Arşiv | Fotoğraf: Pixabay

Paylaş

Gamze Kıskanç
Manolya Gezgin
Yıldız Teknik Üniversitesi

Yıldız Teknik Üniversitesi Biyomühendislik öğrencileri Türkiye’nin diğer üniversitelerinin bölümlerindeki üniversite öğrencileri gibi pandemi döneminde de okurken çalışmak zorunda kaldı. Laboratuvarlarda çalışma imkânı bulabilen ‘’şanslı’’ arkadaşlarımız olduğu kadar geçinmek için bölümüyle alakasız işlerde çalışmak zorunda kalan arkadaşlarımız da var.

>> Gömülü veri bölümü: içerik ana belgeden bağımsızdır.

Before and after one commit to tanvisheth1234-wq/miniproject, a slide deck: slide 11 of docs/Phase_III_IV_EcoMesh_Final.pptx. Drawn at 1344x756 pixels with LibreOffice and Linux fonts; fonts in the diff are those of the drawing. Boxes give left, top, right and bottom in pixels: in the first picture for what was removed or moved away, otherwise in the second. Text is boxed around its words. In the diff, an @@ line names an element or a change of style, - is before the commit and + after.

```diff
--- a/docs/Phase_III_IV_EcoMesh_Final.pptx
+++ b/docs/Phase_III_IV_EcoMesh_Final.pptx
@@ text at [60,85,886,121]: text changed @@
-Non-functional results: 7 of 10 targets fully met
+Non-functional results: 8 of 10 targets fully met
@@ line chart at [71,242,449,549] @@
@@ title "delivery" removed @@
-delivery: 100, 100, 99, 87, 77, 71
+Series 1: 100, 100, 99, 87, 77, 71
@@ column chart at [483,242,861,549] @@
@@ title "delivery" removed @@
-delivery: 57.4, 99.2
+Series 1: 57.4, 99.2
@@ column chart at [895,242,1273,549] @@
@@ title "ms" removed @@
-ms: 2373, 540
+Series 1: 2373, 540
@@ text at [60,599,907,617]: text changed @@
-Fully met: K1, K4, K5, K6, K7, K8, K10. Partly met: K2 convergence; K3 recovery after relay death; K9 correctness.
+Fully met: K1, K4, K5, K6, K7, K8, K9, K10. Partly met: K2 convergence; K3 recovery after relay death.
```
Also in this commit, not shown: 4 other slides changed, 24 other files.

Önceki hafta YTÜ KMB Emek Gençliğinin Biyomühendislik öğrencileri ile yaptığı ankete göre oranlar şöyle:

Çalışan öğrencilerin oranı yüzde 31,9. Bu öğrenciler arasında kendi bölümüyle ilgili iş bulabilenlerin oranı yüzde 15,9.

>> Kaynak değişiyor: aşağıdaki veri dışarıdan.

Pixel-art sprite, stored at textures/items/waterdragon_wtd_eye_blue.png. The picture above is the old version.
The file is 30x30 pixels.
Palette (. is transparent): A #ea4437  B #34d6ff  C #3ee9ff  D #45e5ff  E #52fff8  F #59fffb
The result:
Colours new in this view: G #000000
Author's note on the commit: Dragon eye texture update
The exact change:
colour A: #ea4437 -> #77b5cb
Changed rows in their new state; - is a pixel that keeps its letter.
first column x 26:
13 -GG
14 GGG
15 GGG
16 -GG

Bizler de bu dönemde çalışmak zorunda kalan arkadaşlarımız ile bir sohbet gerçekleştirdik.

Semih, pandemi döneminde esnaf olanlar arasında. Derslerin online olmasıyla babasının bakkalında çalışmaya başlayan Semih, "Babamın dükkânı olduğu için rahatım. Derslerimin yoğun olduğu dönemlerde derslere katılım gösterebiliyor, sınavlara hazırlanabiliyorum" diyor.

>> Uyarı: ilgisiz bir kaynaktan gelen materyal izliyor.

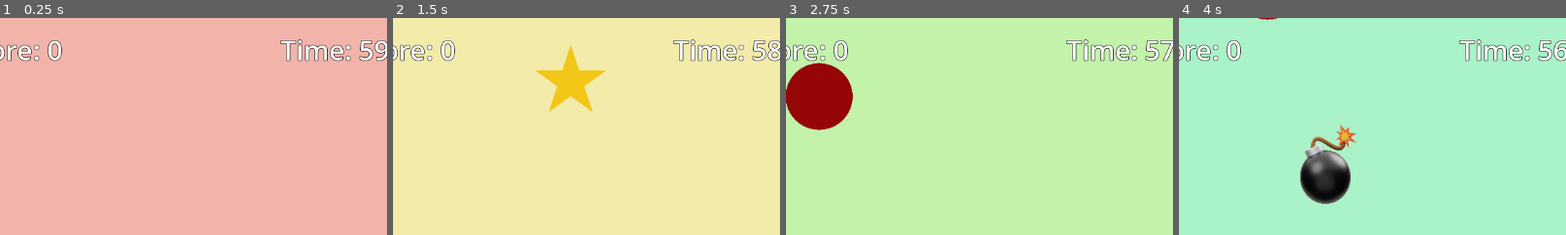
Above: before the commit, frames 1-4 (left to right).
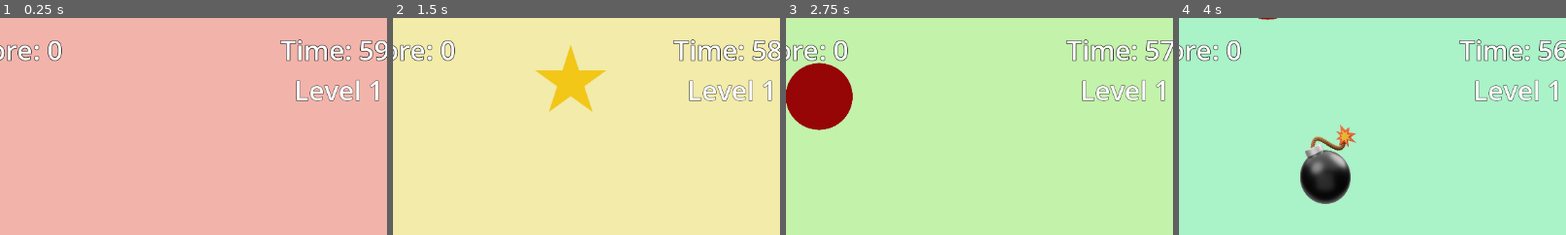
Above: after the commit, the same moments.

Repository: srishtipurohitaps/Candy-Catch-Frenzy
Game: Godot game, scene res://level1.tscn
Two runs of this game, one before a commit and one after it. Both use one fixed random seed, a clock stepped at 60 frames per second and the inputs below. This scene is started directly instead of the project's main scene.
Inputs:
- Up to frame 1 (0.25 s): no input
- Up to frame 2 (1.5 s): tap Enter at 0.5 s; hold Right (ui_right) 0.53-1.28 s; tap Alt at 0.6 s; hold Down from 1.28 s (still down); tap Shift at 1.35 s
- Up to frame 3 (2.75 s): release Down at 2.03 s; hold Right (ui_right) from 2.03 s (still down); tap Alt at 2.1 s
- Up to frame 4 (4 s): release Right (ui_right) at 2.78 s; hold Up 2.78-3.53 s; tap Shift at 2.85 s; hold Left (ui_left) from 3.53 s (still down); tap Alt at 3.6 s
The pictures show only the part of the screen within x 7-57%, y 0-50%; the shares and areas given below are measured in that part.

The runs differ from the first frame. In frame 1, 1.0% of the frame differs, in the area x 76-98%, y 28-39%; in frame 2, 1.0%; in frame 3, 1.0%; in frame 4, 1.0%.

Commit message:
Added level label to all level scenes

Diff:
--- a/level1.tscn
+++ b/level1.tscn
@@ -28,6 +28,11 @@
 [sub_resource type="LabelSettings" id="LabelSettings_1bvp3"]
 font_size = 48
 outline_size = 3
+outline_color = Color(0, 0, 0, 1)
+
+[sub_resource type="LabelSettings" id="LabelSettings_dopym"]
+font_size = 40
+outline_size = 2
 outline_color = Color(0, 0, 0, 1)
 
 [node name="Main" type="Node2D"]
@@ -114,6 +119,14 @@
 theme_override_font_sizes/font_size = 36
 text = "PLAY AGAIN"
 
+[node name="LevelLabel" type="Label" parent="CanvasLayer"]
+offset_left = 515.0
+offset_top = 80.0
+offset_right = 648.0
+offset_bottom = 135.0
+text = "Level 1"
+label_settings = SubResource("LabelSettings_dopym")
+
 [node name="SpawnTimer" type="Timer" parent="."]
 autostart = true
 
--- a/level2.tscn
+++ b/level2.tscn
@@ -28,6 +28,11 @@
 [sub_resource type="LabelSettings" id="LabelSettings_1bvp3"]
 font_size = 48
 outline_size = 3
+outline_color = Color(0, 0, 0, 1)
+
+[sub_resource type="LabelSettings" id="LabelSettings_r40rm"]
+font_size = 40
+outline_size = 2
 outline_color = Color(0, 0, 0, 1)
 
 [node name="Main" type="Node2D"]
@@ -114,6 +119,14 @@
 theme_override_font_sizes/font_size = 36
 text = "PLAY AGAIN"
 
+[node name="LevelLabel" type="Label" parent="CanvasLayer"]
+offset_left = 507.0
+offset_top = 80.0
+offset_right = 640.0
+offset_bottom = 135.0
+text = "Level 2"
+label_settings = SubResource("LabelSettings_r40rm")
+
 [node name="SpawnTimer" type="Timer" parent="."]
 wait_time = 0.8
 autostart = true
--- a/level3.tscn
+++ b/level3.tscn
@@ -28,6 +28,11 @@
 [sub_resource type="LabelSettings" id="LabelSettings_1bvp3"]
 font_size = 48
 outline_size = 3
+outline_color = Color(0, 0, 0, 1)
+
+[sub_resource type="LabelSettings" id="LabelSettings_o2ccw"]
+font_size = 40
+outline_size = 2
 outline_color = Color(0, 0, 0, 1)
 
 [node name="Main" type="Node2D"]
@@ -114,6 +119,14 @@
 theme_override_font_sizes/font_size = 36
 text = "PLAY AGAIN"
 
+[node name="LevelLabel" type="Label" parent="CanvasLayer"]
+offset_left = 510.0
+offset_top = 80.0
+offset_right = 643.0
+offset_bottom = 135.0
+text = "Level 3"
+label_settings = SubResource("LabelSettings_o2ccw")
+
 [node name="SpawnTimer" type="Timer" parent="."]
 wait_time = 0.6
 autostart = true
Not shown: 1 places in level1.tscn that only renumber resources
Not shown: 1 places in level2.tscn that only renumber resources
Not shown: 1 places in level3.tscn that only renumber resources

"EVE ÇIKMAK ZORUNDA KALDIM, YAZ TATİLİ BOYUNCA ÇALIŞTIM"

Narin ise 3 kardeşi olduğunu ve ikisinin üniversiteye başladığını belirtiyor. İki kardeşin de burs alamadığını, kredi almak zorunda kaldığını belirten Narin, iki sene yurtta kaldığını ancak yurt koşullarının çok kötü olmasından dolayı yurttan ayrılmak zorunda kaldığını söylüyor:

‘’6 kişilik odalarda kalmak zorunda kalmıştım. Artık dayanamıyordum. Tamam, devlet, yurt için görece az bir para istiyor ama koşullar dayanabileceğimden daha kötüydü. Ailem başlarda eve çıkmama karşıydı. Hem İstanbul’da öğrenci başına eve çıkmak da epey maliyetli. Ben de çözümü şurada buldum: Ailemle konuşup 'Tamam ben kendim çalışacağım, sizden herhangi bir şey istemiyorum, para biriktireceğim eve çıkacağım' deyip yaz tatili boyunca çalıştım."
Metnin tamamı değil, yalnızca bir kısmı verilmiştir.